TEMPEROS À ITALIANA
(Conto publicado do livro “À Noite,
Todos os Gatos”, em 1998)
(Epílogo)
Garçons corriam como galinhas espantadas.
Carlino, o dono, pôs as mãos na cabeça, a senhora gorda desmaiou e o
empertigado da calva pronunciada engasgou com o risoto de frutos do mar e
estava azul de tanto tossir.
Levantei-me calmamente olhando para o
semblante traquinas de Calcedônia que mirava o bilhete jogado sobre o prato
regado a finas ervas e me dirigi à porta onde outra melindrosa artisticamente
desenhada por entre os caixilhos sorria como Jacqueline Baker.

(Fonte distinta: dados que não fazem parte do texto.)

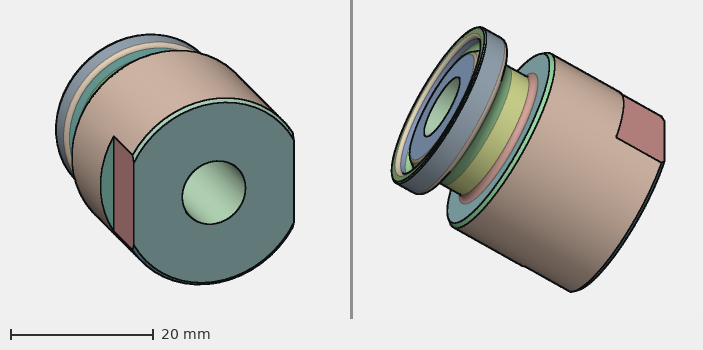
import cadquery as cq
import math

length = 30.0
body_radius = 28.0 / 2
bore_radius = 4.75

body_start = 10.0
body_front_chamfer_length = 0.6
body_back_chamfer_length = 0.5
body_chamfer_depth = 0.48

neck_radius = 9.5
neck_end_fillet = 0.93

flange_radius = 25.0 / 2
flange_edge_chamfer = 0.2
flange_rim_end = 3.18
flange_rim_fillet = 0.85
flange_back_fillet = 1.98
flange_back_angle = math.radians(18)

groove_lip_radius = 11.4
groove_lip_round = 0.57
groove_wall_length = 0.75
groove_floor_radius = 0.72
cone_angle = math.radians(55)
cone_outer_radius = 9.48
cone_inner_radius = 8.9
centre_face_radius = 8.43

flats_width = 24.0
flats_start = 22.0


def arc_point(center, radius, angle):
    """Point on a circle; the angle is measured from +X toward the radial direction."""
    return (center[0] + radius * math.cos(angle), center[1] + radius * math.sin(angle))


def add_arc(outline, center, radius, start, end):
    """Extend the outline by an arc from its current point at the start angle."""
    middle = arc_point(center, radius, (start + end) / 2)
    return outline.threePointArc(middle, arc_point(center, radius, end))


def add_groove(outline):
    """Draw from the bore edge over the centre face and groove to the flange lip."""
    wall_radius = groove_lip_radius - groove_lip_round
    floor_center = (groove_lip_round + groove_wall_length, wall_radius - groove_floor_radius)
    cone_bottom_x = floor_center[0] + groove_floor_radius * math.cos(cone_angle)
    cone_top_x = cone_bottom_x - (cone_outer_radius - cone_inner_radius) * math.tan(cone_angle)
    face_round = (cone_inner_radius - centre_face_radius) / math.sin(cone_angle)
    face_x = cone_top_x - face_round * (1 - math.cos(cone_angle))

    outline = outline.moveTo(face_x, bore_radius).lineTo(face_x, centre_face_radius)
    round_center = (face_x + face_round, centre_face_radius)
    outline = add_arc(outline, round_center, face_round, math.pi, math.pi - cone_angle)
    outline = outline.lineTo(*arc_point(floor_center, groove_floor_radius, -cone_angle))
    outline = add_arc(outline, floor_center, groove_floor_radius, -cone_angle, math.pi / 2)
    outline = outline.lineTo(groove_lip_round, wall_radius)
    lip_center = (groove_lip_round, groove_lip_radius)
    return add_arc(outline, lip_center, groove_lip_round, -math.pi / 2, -math.pi)


def add_flange_and_neck(outline):
    """Draw the flange rim, its sloping back, the neck and the fillet into the body."""
    outline = outline.lineTo(0, flange_radius - flange_edge_chamfer)
    outline = outline.lineTo(flange_edge_chamfer, flange_radius)
    outline = outline.lineTo(flange_rim_end, flange_radius)
    rim_center = (flange_rim_end, flange_radius - flange_rim_fillet)
    outline = add_arc(outline, rim_center, flange_rim_fillet, math.pi / 2, flange_back_angle)

    back_center_y = neck_radius + flange_back_fillet
    center_drop = rim_center[1] - back_center_y
    center_gap = flange_rim_fillet + flange_back_fillet + center_drop * math.sin(flange_back_angle)
    back_center = (flange_rim_end + center_gap / math.cos(flange_back_angle), back_center_y)
    tangent_angle = math.pi + flange_back_angle
    outline = outline.lineTo(*arc_point(back_center, flange_back_fillet, tangent_angle))
    outline = add_arc(outline, back_center, flange_back_fillet, tangent_angle, 3 * math.pi / 2)

    end_center = (body_start - neck_end_fillet, neck_radius + neck_end_fillet)
    outline = outline.lineTo(end_center[0], neck_radius)
    return add_arc(outline, end_center, neck_end_fillet, -math.pi / 2, 0)


def add_body(outline):
    """Draw the chamfered body and return along the bore."""
    chamfered_radius = body_radius - body_chamfer_depth
    return (
        outline.lineTo(body_start, chamfered_radius)
        .lineTo(body_start + body_front_chamfer_length, body_radius)
        .lineTo(length - body_back_chamfer_length, body_radius)
        .lineTo(length, chamfered_radius)
        .lineTo(length, bore_radius)
        .close()
    )


def wrench_flat(side):
    """Block that cuts one flat on the +Y (side = 1) or -Y (side = -1) side."""
    flat_length = length - flats_start
    cut_depth = body_radius - flats_width / 2
    center_y = side * (flats_width + cut_depth) / 2
    block = cq.Workplane("XY").box(flat_length, cut_depth, 2 * body_radius)
    return block.translate((flats_start + flat_length / 2, center_y, 0))


profile = add_body(add_flange_and_neck(add_groove(cq.Workplane("XY"))))
result = profile.revolve(360, (0, 0, 0), (1, 0, 0))
for side in (-1, 1):
    result = result.cut(wrench_flat(side))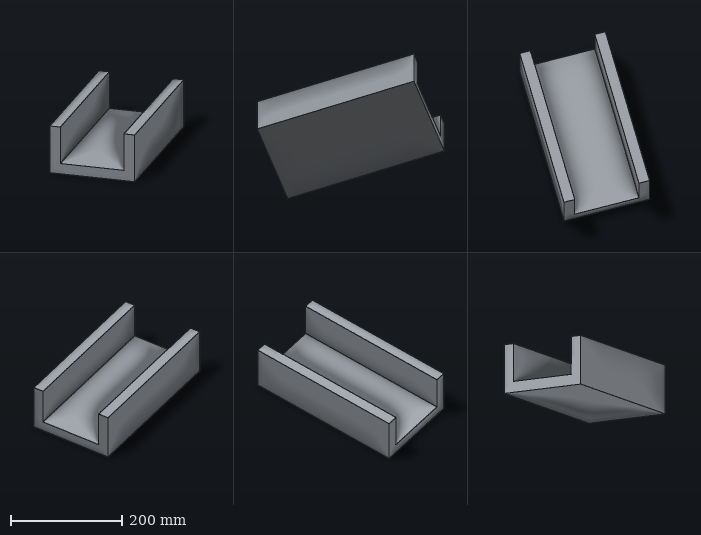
import cadquery as cq

length = 300.0
width = 160.0
height = 90.0
thickness = 20.0

channel_width = width - 2 * thickness
channel_depth = height - thickness

block = cq.Workplane("XY").box(width, length, height, centered=(True, True, False))

channel = (
    cq.Workplane("XY")
    .workplane(offset=thickness)
    .box(channel_width, length, channel_depth, centered=(True, True, False))
)

result = block.cut(channel)

Dei a volta por detrás da máquina de café
instantâneo – “crema caffè naturale funziona senza vapore” –
enquanto via Fiordermundo enlouquecido como um lutador de “catch-as-can” sendo seguro firmemente pelo robusto porteiro e pelo maître, ainda berrando – “velhaco!”, “vagabundo!”
– para o corpo inerte outrora belo lambuzado de crema di noci e mortalmente ferido, se não na sua saúde, pelo menos
no seu orgulho.
-0-
De volta à calmaria das ruas, decidi que
retornaria no dia seguinte para pagar a conta, isso se Carlino não computasse
tudo por conta do prejuízo e pespegasse uma nota de despesas avolumada na conta
do professor.
Decidi também que voltaria a procurar o
professor depois desta ação de pugilato para voltarmos a conversar sobre
assuntos não ortodoxos como os que regaram o nosso lauto almoço junto com os
Valpolicella, Strega & Cia. e também para melhor observar suas reações de Homo sapiens, pois agora eu tinha
certeza de que ele era realmente o tipo ideal para estrelar o meu próximo
romance. É lógico que eu iria manter uma considerável distância de Calcedônia,
que já mostrara do que era capaz em termos de provocar encrencas.
Passei pelo bilheteiro que continuava
sentado ao lado da jardineira apreciando o cinza da tarde, pensando em de que
forma os palpites podem acontecer no nosso dia-a-dia – o galo cantador, o leão indomável,
o pavão presunçoso, a vaca gaiteira...
Isso posto, considerei com certeza que
gato, cachorro ou macaco, eu tinha comprado o bilhete errado.